Wow. I thought what I'd learned so far about web-copy writing was rough enough. Press releases seem to have a freer structure and format :)

Marcia

4:22 am on May 2, 2002 (gmt 0)

WebmasterWorld Senior Member 10+ Year Member



Adding a bit more, some will call them swim suits and others swimsuits, so it would be a good idea to emphasize one still include the other, and possibly use both forms in the page title.

>how do you create enough decent content to fill all of these pages with minor keyphrase variations?

If they're product pages, there really isn't that much needed; the product descriptions can use the words with variation a couple of times to get word count up a bit.

With regular text content, if the keyphrase variations are close enough (like the swimsuits example) and not overly competitive, you can try using them both.

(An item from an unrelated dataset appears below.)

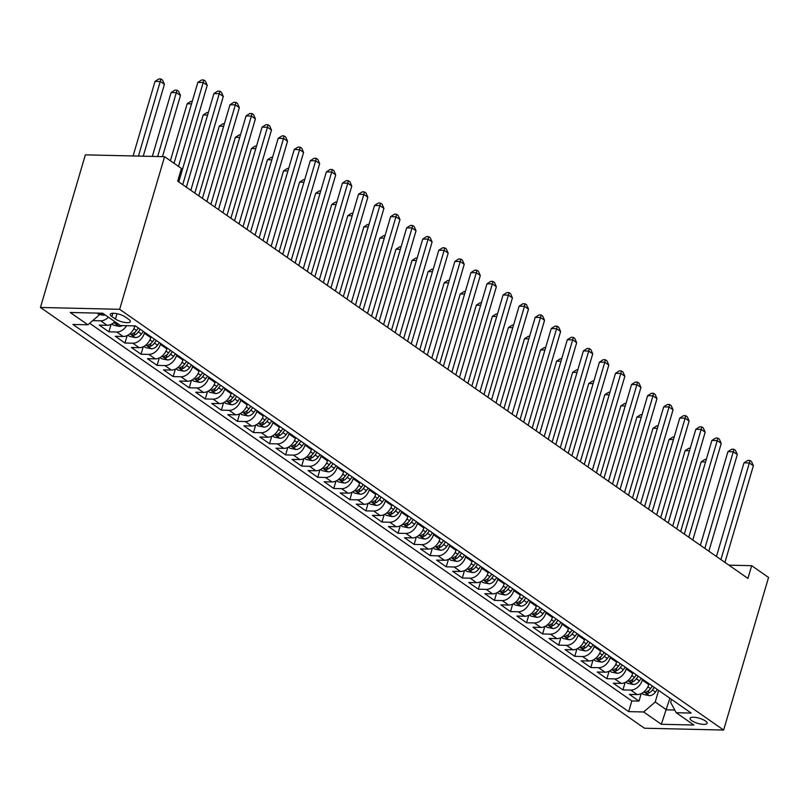 <?xml version="1.0" encoding="UTF-8"?>
<svg xmlns="http://www.w3.org/2000/svg" width="809" height="809" viewBox="0 0 809 809"><rect width="100%" height="100%" fill="white"/><g stroke="black" fill="none" stroke-linecap="round" stroke-linejoin="round"><path stroke-width="1.21" d="M705.438 720.971A8.889 2.67 -163.6 0 0 696.236 717.522A8.889 2.67 -163.6 0 0 690.057 718.301A8.889 2.67 -163.6 0 0 691.735 720.657A8.889 2.67 -163.6 0 0 700.928 724.095A8.889 2.67 -163.6 0 0 707.117 723.327A8.889 2.67 -163.6 0 0 705.438 720.971M40.45 307.46L644.429 728.211L723.64 730.052L119.661 309.301L40.45 307.46L85.36 154.853L164.571 156.693L119.661 309.301M114.858 321.669A11.114 7.888 124.9 0 1 107.091 325.299L99.274 325.117L108.912 331.832L111.106 324.369M134.891 325.875L134.709 326.512A11.114 7.888 -55.1 0 1 123.15 336.483L115.333 336.301L124.97 343.016L127.165 335.563M151.04 336.787L150.767 337.697A11.114 7.888 -55.1 0 1 139.209 347.678L131.402 347.496L141.039 354.211L143.233 346.748M167.099 347.971L166.836 348.891A11.114 7.888 -55.1 0 1 155.277 358.862L147.46 358.68L157.098 365.395L159.292 357.942M183.168 359.166L182.895 360.086A11.114 7.888 -55.1 0 1 171.336 370.057L163.529 369.875L173.166 376.589L175.361 369.137M199.226 370.35L198.963 371.27A11.114 7.888 -55.1 0 1 187.405 381.251L179.588 381.069L189.225 387.784L191.42 380.321M215.295 381.545L215.022 382.465A11.114 7.888 -55.1 0 1 203.463 392.436L195.657 392.254L205.294 398.968L207.488 391.516M231.354 392.739L231.091 393.649A11.114 7.888 -55.1 0 1 219.532 403.63L211.715 403.448L221.353 410.163L223.547 402.7M247.423 403.924L247.149 404.844A11.114 7.888 -55.1 0 1 235.591 414.815L227.774 414.633L237.421 421.347L239.616 413.895M263.481 415.118L263.208 416.028A11.114 7.888 -55.1 0 1 251.66 426.009L243.843 425.827L253.48 432.542L255.674 425.079M279.55 426.303L279.277 427.223A11.114 7.888 -55.1 0 1 267.718 437.194L259.901 437.012L269.539 443.726L271.733 436.273M295.609 437.497L295.336 438.417A11.114 7.888 -55.1 0 1 283.777 448.388L275.97 448.206L285.607 454.921L287.802 447.458M311.677 448.682L311.404 449.602A11.114 7.888 -55.1 0 1 299.846 459.573L292.029 459.401L301.666 466.105L303.86 458.652M327.736 459.876L327.463 460.796A11.114 7.888 -55.1 0 1 315.904 470.767L308.098 470.585L317.735 477.3L319.929 469.847M343.795 471.06L343.532 471.981A11.114 7.888 -55.1 0 1 331.973 481.962L324.156 481.78L333.793 488.494L335.988 481.031M359.863 482.255L359.59 483.175A11.114 7.888 -55.1 0 1 348.032 493.146L340.225 492.964L349.862 499.679L352.057 492.226M375.922 493.45L375.659 494.36A11.114 7.888 -55.1 0 1 364.101 504.341L356.284 504.159L365.921 510.873L368.115 503.41M391.991 504.634L391.718 505.554A11.114 7.888 -55.1 0 1 380.159 515.525L372.352 515.343L381.99 522.058L384.184 514.605M408.049 515.829L407.787 516.739A11.114 7.888 -55.1 0 1 396.228 526.72L388.411 526.538L398.048 533.252L400.243 525.789M424.118 527.013L423.845 527.933A11.114 7.888 -55.1 0 1 412.287 537.904L404.47 537.722L414.117 544.437L416.311 536.984M440.177 538.207L439.904 539.128A11.114 7.888 -55.1 0 1 428.355 549.099L420.538 548.917L430.176 555.631L432.37 548.178M456.246 549.392L455.973 550.312A11.114 7.888 -55.1 0 1 444.414 560.293L436.597 560.111L446.234 566.826L448.429 559.363M472.304 560.586L472.031 561.507A11.114 7.888 -55.1 0 1 460.473 571.478L452.666 571.296L462.303 578.01L464.497 570.557M488.373 571.781L488.1 572.691A11.114 7.888 -55.1 0 1 476.541 582.672L468.724 582.49L478.362 589.205L480.556 581.742M504.432 582.965L504.159 583.886A11.114 7.888 -55.1 0 1 492.6 593.857L484.793 593.675L494.43 600.389L496.625 592.936M520.49 594.16L520.227 595.07A11.114 7.888 -55.1 0 1 508.669 605.051L500.852 604.869L510.489 611.584L512.684 604.121M536.559 605.344L536.286 606.265A11.114 7.888 -55.1 0 1 524.728 616.236L516.921 616.053L526.558 622.768L528.752 615.315M552.618 616.539L552.355 617.459A11.114 7.888 -55.1 0 1 540.796 627.43L532.979 627.248L542.617 633.963L544.811 626.5M568.687 627.723L568.414 628.644A11.114 7.888 -55.1 0 1 556.855 638.614L549.048 638.443L558.685 645.147L560.88 637.694M584.745 638.918L584.482 639.838A11.114 7.888 -55.1 0 1 572.924 649.809L565.107 649.627L574.744 656.342L576.938 648.889M600.814 650.102L600.541 651.023A11.114 7.888 -55.1 0 1 588.982 661.004L581.165 660.822L590.803 667.536L593.007 660.073M616.873 661.297L616.6 662.217A11.114 7.888 -55.1 0 1 605.051 672.188L597.234 672.006L606.871 678.721L609.066 671.268M632.941 672.491L632.668 673.401A11.114 7.888 -55.1 0 1 621.11 683.383L613.293 683.201L622.93 689.915L625.124 682.452M164.571 156.693L181.438 168.444L177.697 181.165L747.941 578.415L751.682 565.693L728.929 565.167M111.905 316.582L115.434 319.049A8.616 2.579 -163.6 0 0 124.353 322.387A8.616 2.579 -163.6 0 0 130.34 321.628A8.616 2.579 -163.6 0 0 128.712 319.353L125.173 316.895A8.616 2.579 -163.6 0 0 116.263 313.558A8.616 2.579 -163.6 0 0 110.277 314.307A8.616 2.579 -163.6 0 0 111.905 316.582L112.876 313.275M671.521 699.36L670.641 702.354L676.203 712.719L691.189 713.073L135.406 325.896L120.42 325.542L102.753 313.235L70.211 312.476L87.878 324.793L72.891 324.439L628.684 711.617L643.671 711.971L655.229 701.99L666.464 709.827L674.757 710.019M676.203 712.719L693.879 725.036L661.337 724.277L643.671 711.971M642.579 679.206L642.306 680.116A11.114 7.888 124.9 0 1 630.747 690.097L622.93 689.915M649 683.676L648.727 684.596L642.306 680.116M626.51 668.012L626.247 668.932A11.114 7.888 124.9 0 1 614.688 678.903L606.871 678.721M610.451 656.817L610.178 657.737A11.114 7.888 124.9 0 1 598.62 667.718L590.803 667.536M594.382 645.633L594.119 646.553A11.114 7.888 124.9 0 1 582.561 656.524L574.744 656.342M578.324 634.438L578.051 635.358A11.114 7.888 124.9 0 1 566.492 645.329L558.685 645.147M562.255 623.254L561.992 624.164A11.114 7.888 124.9 0 1 550.433 634.145L542.617 633.963M546.196 612.059L545.923 612.979A11.114 7.888 124.9 0 1 534.365 622.95L526.558 622.768M530.128 600.875L529.865 601.785A11.114 7.888 124.9 0 1 518.306 611.766L510.489 611.584M514.069 589.68L513.796 590.6A11.114 7.888 124.9 0 1 502.237 600.571L494.43 600.389M498.01 578.486L497.737 579.406A11.114 7.888 124.9 0 1 486.179 589.387L478.362 589.205M481.942 567.301L481.668 568.221A11.114 7.888 124.9 0 1 470.12 578.192L462.303 578.01M465.883 556.107L465.61 557.027A11.114 7.888 124.9 0 1 454.051 566.998L446.234 566.826M449.814 544.922L449.551 545.842A11.114 7.888 124.9 0 1 437.993 555.813L430.176 555.631M433.755 533.728L433.482 534.648A11.114 7.888 124.9 0 1 421.924 544.619L414.117 544.437M417.687 522.543L417.424 523.453A11.114 7.888 124.9 0 1 405.865 533.434L398.048 533.252M401.628 511.349L401.355 512.269A11.114 7.888 124.9 0 1 389.796 522.24L381.99 522.058M385.559 500.164L385.296 501.074A11.114 7.888 124.9 0 1 373.738 511.055L365.921 510.873M369.501 488.97L369.228 489.89A11.114 7.888 124.9 0 1 357.669 499.861L349.862 499.679M353.442 477.775L353.169 478.695A11.114 7.888 124.9 0 1 341.61 488.676L333.793 488.494M337.373 466.591L337.1 467.511A11.114 7.888 124.9 0 1 325.542 477.482L317.735 477.3M321.315 455.396L321.042 456.316A11.114 7.888 124.9 0 1 309.483 466.287L301.666 466.105M305.246 444.212L304.973 445.122A11.114 7.888 124.9 0 1 293.424 455.103L285.607 454.921M289.187 433.017L288.914 433.937A11.114 7.888 124.9 0 1 277.356 443.908L269.539 443.726M273.118 421.833L272.855 422.743A11.114 7.888 124.9 0 1 261.297 432.724L253.48 432.542M257.06 410.638L256.787 411.559A11.114 7.888 124.9 0 1 245.228 421.529L237.421 421.347M240.991 399.444L240.728 400.364A11.114 7.888 124.9 0 1 229.169 410.345L221.353 410.163M224.932 388.259L224.659 389.18A11.114 7.888 124.9 0 1 213.101 399.15L205.294 398.968M208.864 377.065L208.601 377.985A11.114 7.888 124.9 0 1 197.042 387.956L189.225 387.784M192.805 365.88L192.532 366.801A11.114 7.888 124.9 0 1 180.973 376.772L173.166 376.589M176.746 354.686L176.473 355.606A11.114 7.888 124.9 0 1 164.915 365.577L157.098 365.395M160.678 343.501L160.404 344.412A11.114 7.888 124.9 0 1 148.846 354.393L141.039 354.211M144.619 332.307L144.346 333.227A11.114 7.888 124.9 0 1 132.787 343.198L124.97 343.016M108.436 317.199A11.114 7.888 124.9 0 1 100.66 320.819L92.843 320.637M89.657 323.246L631.829 700.938L638.999 701.1L641.193 693.647M648.727 684.596A11.114 7.888 -55.1 0 1 637.168 694.567L629.362 694.385L638.999 701.1M126.629 325.683A11.114 7.888 124.9 0 1 116.729 332.014L108.912 331.832M96.979 313.103L99.436 314.812L87.878 324.793M99.922 313.164L99.436 314.812M751.682 565.693L768.55 577.444L723.64 730.052M669.882 698.228L661.337 724.277M658.637 690.39L655.229 701.99M631.829 700.938L628.684 711.617M178.506 166.401L203.201 82.498L207.225 85.299L178.779 181.924M174.036 163.287L197.851 82.376L203.201 82.498L203.777 80L205.385 81.112L207.225 85.299M197.851 82.376L201.633 79.949L203.777 80M99.547 314.448L103.279 315.217A7.362 5.228 -55.1 0 0 105.13 314.893M143.244 156.198L164.409 84.308L160.394 81.507L155.035 81.385L133.091 155.965M155.035 81.385L158.817 78.948L160.961 78.999L138.44 156.086M160.961 78.999L162.569 80.121L164.409 84.308M190.833 190.317L219.269 93.692L223.284 96.483L194.848 193.108M186.363 187.203L213.92 93.561L219.269 93.692L219.846 91.184L221.444 92.307L223.284 96.483M213.92 93.561L217.702 91.134L219.846 91.184M206.892 201.502L235.328 104.877L239.353 107.678L210.906 204.303M202.422 198.387L229.978 104.755L235.328 104.877L235.904 102.379L237.512 103.491L239.353 107.678M229.978 104.755L233.761 102.328L235.904 102.379M222.96 212.696L251.397 116.071L255.411 118.872L226.975 215.487M218.491 209.582L246.047 115.95L251.397 116.071L251.963 113.563L253.571 114.686L255.411 118.872M246.047 115.95L249.829 113.513L251.963 113.563M239.019 223.881L267.455 127.256L271.47 130.057L243.034 226.682M234.549 220.766L262.106 127.134L267.455 127.256L268.032 124.758L269.64 125.87L271.47 130.057M262.106 127.134L265.888 124.707L268.032 124.758M111.784 324.025L113.462 325.188L119.348 326.411A7.362 5.228 -55.1 0 0 122.311 325.592M162.467 156.643L180.468 95.492L176.453 92.691L171.103 92.57L152.314 156.41M116.213 322.609A7.362 5.228 124.9 0 1 116.061 322.66C114.929 323.489 115.576 323.934 117.993 324.004A7.362 5.228 -55.1 0 0 118.144 323.954M116.061 322.66L115.353 323.115M171.103 92.57L174.886 90.143L177.029 90.193L157.664 156.531M177.029 90.193L178.627 91.306L180.468 95.492M127.842 335.219L129.521 336.382L135.406 337.596A7.362 5.228 -55.1 0 0 141.464 334.006L143.335 331.417M134.638 326.745L135.255 325.885M191.531 103.865L187.162 103.764L170.396 160.748M138.359 327.948L136.478 330.527A7.362 5.228 124.9 0 1 132.13 333.854C130.997 334.673 131.634 335.128 134.051 335.199A7.362 5.228 -55.1 0 0 138.41 331.872L140.281 329.293M132.13 333.854L131.412 334.309M187.162 103.764L190.944 101.327L192.269 101.358M143.911 346.404L145.58 347.567L151.475 348.79A7.362 5.228 -55.1 0 0 157.522 345.19L159.403 342.611M150.696 337.929L151.364 337.009M207.589 115.05L203.231 114.949L182.713 184.654M154.418 339.133L152.547 341.722A7.362 5.228 124.9 0 1 148.189 345.038C147.056 345.868 147.703 346.313 150.12 346.383A7.362 5.228 -55.1 0 0 154.479 343.067L156.349 340.478M148.189 345.038L147.481 345.494M203.231 114.949L207.013 112.522L208.328 112.552M159.97 357.598L161.648 358.761L167.534 359.975A7.362 5.228 -55.1 0 0 173.591 356.385L175.462 353.796M166.765 349.124L167.433 348.204M223.658 126.244L219.29 126.143L198.771 195.849M170.487 350.327L168.606 352.916A7.362 5.228 124.9 0 1 164.257 356.233C163.125 357.062 163.762 357.507 166.179 357.578A7.362 5.228 -55.1 0 0 170.537 354.251L172.408 351.672M164.257 356.233L163.539 356.688M219.29 126.143L223.072 123.716L224.396 123.747M255.088 235.075L283.524 138.45L287.539 141.251L259.102 237.866M250.608 231.961L278.175 138.329L283.524 138.45L284.09 135.942L285.698 137.065L287.539 141.251M278.175 138.329L281.957 135.892L284.09 135.942M176.038 368.783L177.707 369.946L183.603 371.169A7.362 5.228 -55.1 0 0 189.65 367.569L191.521 364.99M182.824 360.308L183.491 359.388M239.717 137.429L235.358 137.328L214.84 207.033M186.545 361.522L184.674 364.101A7.362 5.228 124.9 0 1 180.316 367.428C179.183 368.247 179.831 368.692 182.247 368.762A7.362 5.228 -55.1 0 0 186.596 365.446L188.477 362.857M180.316 367.428L179.608 367.883M235.358 137.328L239.14 134.901L240.455 134.931M271.146 246.26L299.583 149.645L303.597 152.436L275.161 249.061M266.677 243.145L294.233 149.513L299.583 149.645L300.159 147.137L301.767 148.259L303.597 152.436M294.233 149.513L298.015 147.086L300.159 147.137M192.097 379.977L193.776 381.14L199.661 382.354A7.362 5.228 -55.1 0 0 205.719 378.764L207.589 376.175M198.893 371.503L199.56 370.583M255.786 148.623L251.417 148.522L230.899 218.228M202.604 372.706L200.733 375.295A7.362 5.228 124.9 0 1 196.385 378.612C195.252 379.441 195.889 379.886 198.306 379.957A7.362 5.228 -55.1 0 0 202.665 376.64L204.535 374.051M196.385 378.612L195.667 379.067M251.417 148.522L255.199 146.095L256.514 146.126M287.215 257.454L315.652 160.829L319.666 163.63L291.23 260.255M282.735 254.339L310.292 160.708L315.652 160.829L316.218 158.321L317.826 159.444L319.666 163.63M310.292 160.708L314.084 158.281L316.218 158.321M208.166 391.162L209.834 392.335L215.72 393.548A7.362 5.228 -55.1 0 0 221.777 389.948L223.648 387.369M214.951 382.687L215.619 381.767M271.844 159.818L267.486 159.717L246.967 229.422M218.673 383.901L216.802 386.48A7.362 5.228 124.9 0 1 212.443 389.807C211.311 390.626 211.958 391.081 214.375 391.141A7.362 5.228 -55.1 0 0 218.723 387.824L220.604 385.246M212.443 389.807L211.736 390.262M267.486 159.717L271.268 157.28L272.582 157.31M303.274 268.649L331.71 172.024L335.725 174.815L307.289 271.44M298.804 265.524L326.361 171.892L331.71 172.024L332.287 169.516L333.895 170.638L335.725 174.815M326.361 171.892L330.143 169.465L332.287 169.516M224.224 402.356L225.903 403.519L231.789 404.743A7.362 5.228 -55.1 0 0 237.846 401.143L239.717 398.554M231.02 393.882L231.687 392.962M287.913 171.002L283.544 170.901L263.026 240.607M234.731 395.085L232.861 397.674A7.362 5.228 124.9 0 1 228.502 400.991C227.38 401.82 228.017 402.265 230.434 402.336A7.362 5.228 -55.1 0 0 234.792 399.019L236.663 396.43M228.502 400.991L227.794 401.446M283.544 170.901L287.326 168.474L288.641 168.505M319.333 279.833L347.779 183.208L351.794 186.009L323.357 282.634M314.863 276.718L342.419 183.087L347.779 183.208L348.345 180.71L349.953 181.823L351.794 186.009M342.419 183.087L346.201 180.66L348.345 180.71M240.293 413.541L241.962 414.714L247.847 415.927A7.362 5.228 -55.1 0 0 253.905 412.327L255.775 409.748M247.079 405.076L247.746 404.156M303.972 182.197L299.603 182.096L279.095 251.801M250.8 406.28L248.929 408.858A7.362 5.228 124.9 0 1 244.571 412.185C243.438 413.005 244.085 413.46 246.492 413.53A7.362 5.228 -55.1 0 0 250.851 410.203L252.721 407.625M244.571 412.185L243.863 412.641M299.603 182.096L303.395 179.659L304.71 179.689M335.401 291.028L363.838 194.403L367.852 197.194L339.416 293.819M330.932 287.913L358.488 194.281L363.838 194.403L364.414 191.895L366.012 193.017L367.852 197.194M358.488 194.281L362.27 191.844L364.414 191.895M256.352 424.735L258.031 425.898L263.916 427.122A7.362 5.228 -55.1 0 0 269.973 423.522L271.844 420.933M263.147 416.261L263.805 415.341M320.04 193.381L315.672 193.28L295.154 262.986M266.859 417.464L264.988 420.053A7.362 5.228 124.9 0 1 260.629 423.37C259.507 424.199 260.144 424.644 262.561 424.715A7.362 5.228 -55.1 0 0 266.919 421.398L268.79 418.809M260.629 423.37L259.922 423.825M315.672 193.28L319.454 190.853L320.768 190.884M351.46 302.212L379.896 205.587L383.921 208.388L355.475 305.013M346.99 299.097L374.547 205.466L379.896 205.587L380.473 203.089L382.081 204.202L383.921 208.388M374.547 205.466L378.329 203.039L380.473 203.089M272.421 435.93L274.089 437.093L279.975 438.306A7.362 5.228 -55.1 0 0 286.032 434.716L287.903 432.127M279.206 427.455L279.874 426.535M336.099 204.576L331.73 204.475L311.222 274.18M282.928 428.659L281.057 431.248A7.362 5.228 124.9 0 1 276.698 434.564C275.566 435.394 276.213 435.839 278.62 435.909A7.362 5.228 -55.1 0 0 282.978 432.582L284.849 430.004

Where there are definite differences with different search terms for text pages it's not always easy. It can be hard to come up with enough content to fill a page, but it's not engraved in stone. Even getting up to 100 words including link text, titles and subtitles, can be a start and more can always be added, especially if you watch your logs and see "odd" search terms being used to find the pages on your site. The logs give good ideas for content and keyword development; it's coming up with enough to say that's the challenge.